No one believed him. People just thought he was one more boy driven to climb to the rooftops and shout the imagined good news.

"And anyway, who wants to do without coffee?" yelled the people in the top floor apartments who could hear his glee.

"But the treasure of Urgle-burrgle burg also conveys upon me the power of — clear and precise speaking. The ability to parse sentences and trim excess words in a single bound. Super copy editor!"

And with that, the boy leaped into the bookstore, red pens brandished in both hands.

Writers around the world lifted their heads like dogs catching the scent of ham. They sensed a disturbance in the aether, a shift in the world itself.

Super Copy Editor was ripping through book after book — romance, mystery, historical, western — shredding the words with his dual pens.

As the pens sliced and diced the published works, the magic of the Urgle Burgle Burgh summoned each writer to the bookstore.

It didn't care if they were clothed or naked, awake or asleep, dead or alive. Writers of all eras & genres popped into the bookstore with a soft plopping noise.

The murmurs of confusion turned to dread as the writers of the world saw the approach of Super Copy Editor, heralded by flying papers and the spatters of red ink flying from behind his ears.

"Cease and desist!" He shouted, brandishing a Mac Book. "This madness cannot be allowed to continue!"

But it was too late. With so many writers gathered together, madness was inevitable. They soon fell to bickering among themselves, flinging red pens and stray clauses at each other with wild abandon.

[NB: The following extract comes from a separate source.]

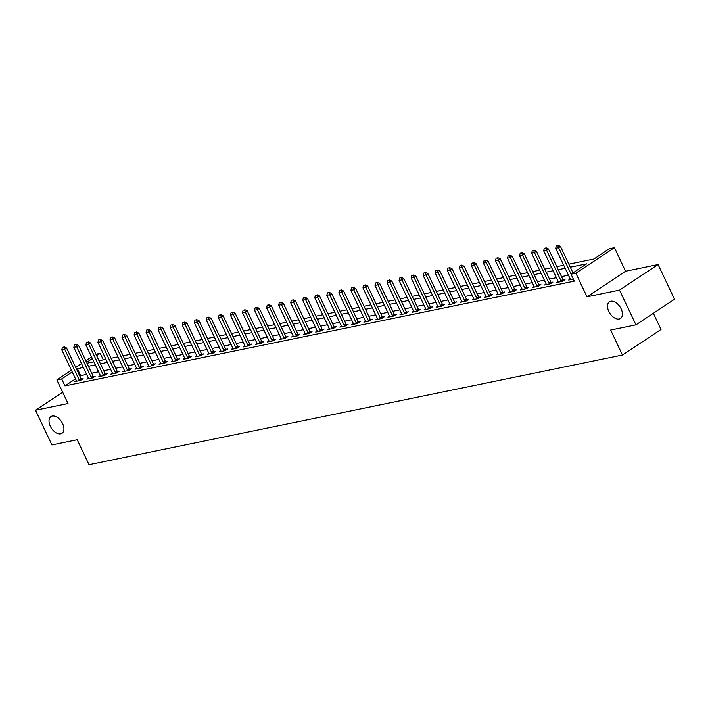 <?xml version="1.0" encoding="UTF-8"?>
<svg xmlns="http://www.w3.org/2000/svg" width="710" height="710" viewBox="0 0 710 710"><rect width="100%" height="100%" fill="white"/><g stroke="black" fill="none" stroke-linecap="round" stroke-linejoin="round"><path stroke-width="1.06" d="M608.798 311.379A10.011 6.008 56.4 0 1 609.437 301.768A10.011 6.008 56.4 0 1 621.135 308.841A10.011 6.008 56.4 0 1 620.504 318.453A10.011 6.008 56.4 0 1 608.798 311.379M50.303 426.213A10.011 6.008 56.4 0 1 50.942 416.601A10.011 6.008 56.4 0 1 62.64 423.675A10.011 6.008 56.4 0 1 62.01 433.286A10.011 6.008 56.4 0 1 50.303 426.213M568.852 264.147L593.959 258.99L609.588 248.615L614.407 247.63L575.846 273.208L571.026 274.202L586.664 263.827L570.29 267.191M625.563 271.229L587.01 296.815L619.537 290.124L635.947 324.843L674.5 299.256L658.09 264.546L625.563 271.229L614.407 247.63M653.369 313.279L661.019 329.458L622.457 355.036L89.025 464.722L77.212 439.73L51.91 444.93L35.5 410.211L68.027 403.529L56.871 379.921L71.444 370.247M95.939 354.228L100.243 353.349L96.649 355.728M103.323 359.872L100.243 353.349M619.537 290.124L658.09 264.546M62.666 392.186L35.5 410.211M75.517 378.874L64.965 385.867L574.31 281.142L571.026 274.202M568.435 275.196L561.53 276.616M556.391 277.672L549.478 279.092M544.339 280.148L537.434 281.568M532.296 282.624L525.382 284.044M520.253 285.101L513.339 286.52M508.2 287.577L501.296 288.997M496.157 290.053L489.243 291.473M484.105 292.529L477.2 293.958M472.061 295.014L465.148 296.434M460.018 297.49L453.104 298.91M447.966 299.966L441.061 301.386M435.922 302.442L429.009 303.862M423.87 304.918L416.965 306.338M411.827 307.394L404.913 308.814M399.783 309.871L392.87 311.291M387.731 312.347L380.826 313.767M375.688 314.823L368.774 316.243M363.635 317.299L356.731 318.728M351.592 319.784L344.678 321.204M339.549 322.26L332.635 323.68M327.496 324.736L320.592 326.156M315.453 327.212L308.539 328.632M303.401 329.688L296.496 331.108M291.357 332.165L284.444 333.585M279.314 334.641L272.4 336.061M267.262 337.117L260.357 338.537M255.218 339.593L248.305 341.013M243.166 342.078L236.261 343.498M231.123 344.554L224.209 345.974M219.079 347.03L212.166 348.45M207.027 349.506L200.122 350.926M194.984 351.983L188.07 353.402M182.931 354.459L176.027 355.879M170.888 356.935L163.974 358.355M158.845 359.411L151.931 360.831M146.792 361.887L139.888 363.307M134.749 364.363L127.835 365.792M122.697 366.848L115.792 368.268M110.653 369.324L103.74 370.744M98.61 371.8L91.696 373.22M86.558 374.276L79.804 376.025M76.298 380.56L74.736 381.598L80.523 380.409L83.123 378.678L81.313 379.051M88.351 378.084L86.789 379.122L92.566 377.933L95.175 376.202L93.365 376.575M100.394 375.608L98.832 376.646L104.61 375.457L107.219 373.726L105.408 374.099M112.446 373.132L110.875 374.161L116.662 372.981L119.262 371.25L117.452 371.623M124.49 370.647L122.928 371.685L128.705 370.496L131.315 368.774L129.504 369.147M136.533 368.17L134.971 369.209L140.757 368.02L143.358 366.298L141.547 366.662M148.585 365.694L147.023 366.733L152.801 365.543L155.41 363.813L153.6 364.186M160.629 363.218L159.067 364.257L164.844 363.067L167.453 361.337L165.643 361.709M172.681 360.742L171.11 361.78L176.896 360.591L179.497 358.861L177.686 359.233M184.724 358.266L183.162 359.304L188.94 358.115L191.549 356.385L189.739 356.757M196.768 355.79L195.206 356.828L200.992 355.639L203.593 353.908L201.782 354.281M208.82 353.314L207.249 354.352L213.035 353.163L215.645 351.432L213.834 351.805M220.863 350.838L219.301 351.876L225.079 350.687L227.688 348.956L225.878 349.329M232.915 348.361L231.345 349.391L237.131 348.211L239.731 346.48L237.921 346.853M244.959 345.877L243.397 346.915L249.174 345.726L251.784 344.004L249.973 344.377M257.002 343.4L255.44 344.439L261.227 343.249L263.827 341.528L262.017 341.892M269.055 340.924L267.484 341.963L273.27 340.773L275.879 339.043L274.069 339.416M281.098 338.448L279.536 339.486L285.313 338.297L287.923 336.567L286.112 336.939M293.15 335.972L291.579 337.01L297.366 335.821L299.966 334.09L298.156 334.463M305.193 333.496L303.632 334.534L309.409 333.345L312.018 331.614L310.208 331.987M317.237 331.02L315.675 332.058L321.461 330.869L324.062 329.138L322.251 329.511M329.289 328.544L327.718 329.582L333.505 328.393L336.114 326.662L334.303 327.035M341.332 326.067L339.77 327.106L345.548 325.917L348.157 324.186L346.347 324.559M353.385 323.582L351.814 324.621L357.6 323.432L360.201 321.71L358.39 322.083M365.428 321.106L363.866 322.145L369.644 320.955L372.253 319.234L370.442 319.606M377.471 318.63L375.909 319.669L381.696 318.479L384.296 316.758L382.486 317.121M389.524 316.154L387.953 317.192L393.739 316.003L396.349 314.273L394.538 314.645M401.567 313.678L400.005 314.716L405.783 313.527L408.392 311.796L406.582 312.169M413.619 311.202L412.048 312.24L417.835 311.051L420.435 309.32L418.625 309.693M425.663 308.726L424.101 309.764L429.878 308.575L432.488 306.844L430.677 307.217M437.706 306.25L436.144 307.288L441.931 306.099L444.531 304.368L442.72 304.741M449.758 303.773L448.188 304.812L453.974 303.623L456.583 301.892L454.773 302.265M461.802 301.297L460.24 302.336L466.017 301.147L468.627 299.416L466.816 299.789M473.854 298.812L472.283 299.851L478.07 298.661L480.67 296.94L478.859 297.312M485.897 296.336L484.335 297.375L490.113 296.185L492.722 294.464L490.912 294.836M497.941 293.86L496.379 294.898L502.165 293.709L504.766 291.979L502.955 292.351M509.993 291.384L508.422 292.422L514.209 291.233L516.818 289.502L515.007 289.875M522.036 288.908L520.474 289.946L526.252 288.757L528.861 287.026L527.051 287.399M534.089 286.432L532.518 287.47L538.304 286.281L540.905 284.55L539.094 284.923M546.132 283.956L544.57 284.994L550.348 283.805L552.957 282.074L551.146 282.447M558.175 281.48L556.613 282.518L562.4 281.329L565 279.598L563.19 279.971M570.228 279.003L568.657 280.042L573.334 279.074M587.01 296.815L575.846 273.208M64.965 385.867L61.69 378.927L56.871 379.921M635.947 324.843L610.644 330.043L622.457 355.036M86.975 363.236L93.889 361.807M99.018 360.751L105.932 359.331M111.071 358.275L117.975 356.855M123.114 355.799L130.028 354.379M135.166 353.323L142.071 351.903M147.21 350.846L154.123 349.427M159.253 348.37L166.167 346.95M171.305 345.894L178.21 344.474M183.349 343.418L190.262 341.998M195.401 340.942L202.306 339.513M207.444 338.457L214.358 337.037M219.488 335.981L226.401 334.561M231.54 333.505L238.445 332.085M243.583 331.029L250.497 329.609M255.636 328.552L262.54 327.132M267.679 326.076L274.592 324.656M279.722 323.6L286.636 322.18M291.774 321.124L298.679 319.704M303.818 318.648L310.731 317.228M315.87 316.172L322.775 314.743M327.913 313.687L334.827 312.267M339.957 311.211L346.87 309.791M352.009 308.735L358.914 307.315M364.052 306.258L370.966 304.839M376.105 303.782L383.01 302.362M388.148 301.306L395.062 299.886M400.192 298.83L407.105 297.41M412.244 296.354L419.148 294.934M424.287 293.878L431.201 292.458M436.339 291.402L443.244 289.973M448.383 288.917L455.296 287.497M460.426 286.441L467.34 285.021M472.478 283.964L479.383 282.544M484.522 281.488L491.435 280.068M496.574 279.012L503.479 277.592M508.617 276.536L515.531 275.116M520.661 274.06L527.574 272.64M532.713 271.584L539.618 270.164M544.756 269.108L551.67 267.688M556.809 266.632L563.713 265.203M92.353 358.577L86.584 362.411M75.73 367.407L81.499 363.573M85.795 360.724L91.563 356.899M83.274 367.336L76.52 369.085M72.234 371.933L61.69 378.927M565.151 268.247L558.246 269.676M553.108 270.732L546.194 272.152M541.064 273.208L534.151 274.628M529.012 275.684L522.107 277.104M516.969 278.16L510.055 279.58M504.916 280.636L498.012 282.056M492.873 283.113L485.959 284.533M480.83 285.589L473.916 287.009M468.778 288.065L461.873 289.485M456.734 290.541L449.82 291.961M444.682 293.017L437.777 294.446M432.639 295.502L425.725 296.922M420.595 297.978L413.681 299.398M408.543 300.454L401.638 301.874M396.499 302.93L389.586 304.35M384.447 305.406L377.542 306.827M372.404 307.883L365.49 309.303M360.361 310.359L353.447 311.779M348.308 312.835L341.404 314.255M336.265 315.311L329.351 316.731M324.213 317.787L317.308 319.216M312.169 320.272L305.256 321.692M300.126 322.748L293.212 324.168M288.074 325.224L281.169 326.644M276.03 327.7L269.117 329.12M263.978 330.177L257.073 331.597M251.935 332.653L245.021 334.073M239.891 335.129L232.978 336.549M227.839 337.605L220.934 339.025M215.796 340.081L208.882 341.501M203.743 342.566L196.839 343.986M191.7 345.042L184.786 346.462M179.657 347.518L172.743 348.938M167.604 349.995L160.7 351.414M155.561 352.471L148.647 353.891M143.509 354.947L136.604 356.367M131.465 357.423L124.552 358.843M119.422 359.899L112.508 361.319M107.37 362.375L100.465 363.795M95.326 364.851L88.413 366.28M80.603 375.501L77.319 368.561M63.873 347.048L62.427 347.341L63.873 347.048L64.672 349.222L66.545 347.971L80.984 378.528A1.562 0.941 -123.6 0 0 81.233 378.936L81.721 379.61M76.476 381.234L76.369 380.791A1.562 0.941 -123.6 0 0 76.218 380.365L61.779 349.817L64.672 349.222L79.112 379.77A1.562 0.941 -123.6 0 0 79.351 380.178L79.653 380.587M62.427 347.341L61.779 349.817M66.545 347.971L64.184 346.835M75.926 344.563L74.479 344.865L75.926 344.563L76.715 346.746L78.597 345.495L93.037 376.043A1.562 0.941 -123.6 0 0 93.276 376.46L93.764 377.134M88.528 378.758L88.422 378.315A1.562 0.941 -123.6 0 0 88.271 377.889L73.822 347.341L76.715 346.746L91.155 377.294A1.562 0.941 -123.6 0 0 91.404 377.702L91.696 378.111M74.479 344.865L73.822 347.341M78.597 345.495L76.236 344.359M87.969 342.087L86.522 342.389L87.969 342.087L88.768 344.261L90.64 343.019L105.08 373.567A1.562 0.941 -123.6 0 0 105.329 373.984L105.817 374.658M100.571 376.282L100.465 375.839A1.562 0.941 -123.6 0 0 100.314 375.412L85.874 344.856L88.768 344.261L103.207 374.818A1.562 0.941 -123.6 0 0 103.447 375.226L103.74 375.634M86.522 342.389L85.874 344.856M90.64 343.019L88.28 341.883M100.012 339.611L98.575 339.912L100.012 339.611L100.811 341.785L102.684 340.543L117.123 371.09A1.562 0.941 -123.6 0 0 117.372 371.507L117.86 372.182M112.624 373.806L112.517 373.362A1.562 0.941 -123.6 0 0 112.357 372.936L97.918 342.38L100.811 341.785L115.251 372.342A1.562 0.941 -123.6 0 0 115.499 372.75L115.792 373.158M98.575 339.912L97.918 342.38M102.684 340.543L100.332 339.407M112.065 337.135L110.618 337.436L112.065 337.135L112.854 339.309L114.736 338.067L129.176 368.614A1.562 0.941 -123.6 0 0 129.415 369.031L129.912 369.706M124.667 371.33L124.561 370.886A1.562 0.941 -123.6 0 0 124.41 370.451L109.97 339.904L112.854 339.309L127.294 369.857A1.562 0.941 -123.6 0 0 127.543 370.274L127.835 370.682M110.618 337.436L109.97 339.904M114.736 338.067L112.375 336.93M124.108 334.658L122.661 334.96L124.108 334.658L124.907 336.833L126.779 335.59L141.219 366.138A1.562 0.941 -123.6 0 0 141.468 366.546L141.956 367.23M136.71 368.854L136.604 368.41A1.562 0.941 -123.6 0 0 136.453 367.975L122.013 337.427L124.907 336.833L139.346 367.381A1.562 0.941 -123.6 0 0 139.586 367.798L139.888 368.197M122.661 334.96L122.013 337.427M126.779 335.59L124.419 334.454M136.16 332.182L134.714 332.475L136.16 332.182L136.95 334.357L138.832 333.114L153.271 363.662A1.562 0.941 -123.6 0 0 153.511 364.07L153.999 364.745M148.763 366.378L148.656 365.934A1.562 0.941 -123.6 0 0 148.505 365.499L134.057 334.951L136.95 334.357L151.39 364.904A1.562 0.941 -123.6 0 0 151.638 365.322L151.931 365.721M134.714 332.475L134.057 334.951M138.832 333.114L136.471 331.978M148.204 329.706L146.757 329.999L148.204 329.706L149.002 331.881L150.875 330.638L165.315 361.186A1.562 0.941 -123.6 0 0 165.563 361.594L166.051 362.269M160.806 363.902L160.7 363.458A1.562 0.941 -123.6 0 0 160.549 363.023L146.109 332.475L149.002 331.881L163.442 362.428A1.562 0.941 -123.6 0 0 163.682 362.837L163.974 363.245M146.757 329.999L146.109 332.475M150.875 330.638L148.514 329.502M160.247 327.23L158.809 327.523L160.247 327.23L161.046 329.404L162.918 328.162L177.358 358.71A1.562 0.941 -123.6 0 0 177.606 359.118L178.095 359.792M172.858 361.425L172.752 360.973A1.562 0.941 -123.6 0 0 172.592 360.547L158.152 329.999L161.046 329.404L175.485 359.952A1.562 0.941 -123.6 0 0 175.734 360.361L176.027 360.769M158.809 327.523L158.152 329.999M162.918 328.162L160.566 327.017M172.299 324.754L170.853 325.047L172.299 324.754L173.089 326.928L174.971 325.686L189.41 356.234A1.562 0.941 -123.6 0 0 189.65 356.642L190.147 357.316M184.902 358.94L184.795 358.497A1.562 0.941 -123.6 0 0 184.644 358.071L170.205 327.523L173.089 326.928L187.529 357.476A1.562 0.941 -123.6 0 0 187.777 357.884L188.07 358.293M170.853 325.047L170.205 327.523M174.971 325.686L172.61 324.541M184.343 322.278L182.896 322.571L184.343 322.278L185.141 324.452L187.014 323.201L201.454 353.757A1.562 0.941 -123.6 0 0 201.702 354.166L202.19 354.84M196.945 356.464L196.839 356.021A1.562 0.941 -123.6 0 0 196.688 355.595L182.248 325.047L185.141 324.452L199.581 355A1.562 0.941 -123.6 0 0 199.821 355.408L200.122 355.817M182.896 322.571L182.248 325.047M187.014 323.201L184.653 322.065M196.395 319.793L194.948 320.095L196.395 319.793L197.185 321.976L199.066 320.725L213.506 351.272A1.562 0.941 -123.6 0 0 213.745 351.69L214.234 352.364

They soon organized into camps: Those who were Pro-Urgleburrgleburh, and those who were Anti-Urgleburrgleburh. Splinter groups formed, such as those who believed the treasure should be spelled "Urgle Burgle Burg." Alliances were formed and broken. Words were written and erased. Coffee was drunk and drank. There was Sturm and Drang, Topsy and Turvy, Catty and Wompus. The people in the top floor apartments put in earplugs or turned up their radios.

An unspeakably evil person rubbed his hands together with an evil cackle.

"My evil plan is working!" he cried.

"Yes Master," Super Copy Editor said in a monotone, eyes blank, drooling a little.

"It's working quite well, actually."

"Yes, Master."

"I'm going to tell you about it in great detail."

"Oh no! Not that!"

"You're right, that would be boring. Well, let's just leave it at a MUAHAHA!" And he rubbed his hands together again. "The Urgle Burgle Burgh is working perfectly!"

"How is that, Master?"

"The world thrives on the written word. The written word is created by writers who can imagine the world different than it currently is. Their imagination leads to inspiring others, and they go on to change the world.

"With the writers fighting each other, they aren't writing and the world needs to be led forward.

"That person will be me!" His laughter rang out once more.

"But master, what about the severed heads?"

And I knew then we had him. Back, around and around, the same topics appeared, dropped, reappeared in a different form. A tale told by a madman, and all that.

Trapped in a circle, closing in on itself and the Urgle-burgle burg was stuck in a mad world of his own design.

The real world was safe once again.

Except those who gazed upon it, and joined in its madness.

And suddenly, the kid showed up again, and broke Urrgleburrgleburrh upon the evil dude's head. He died. Then the robot exploded and the [made?] world went boom.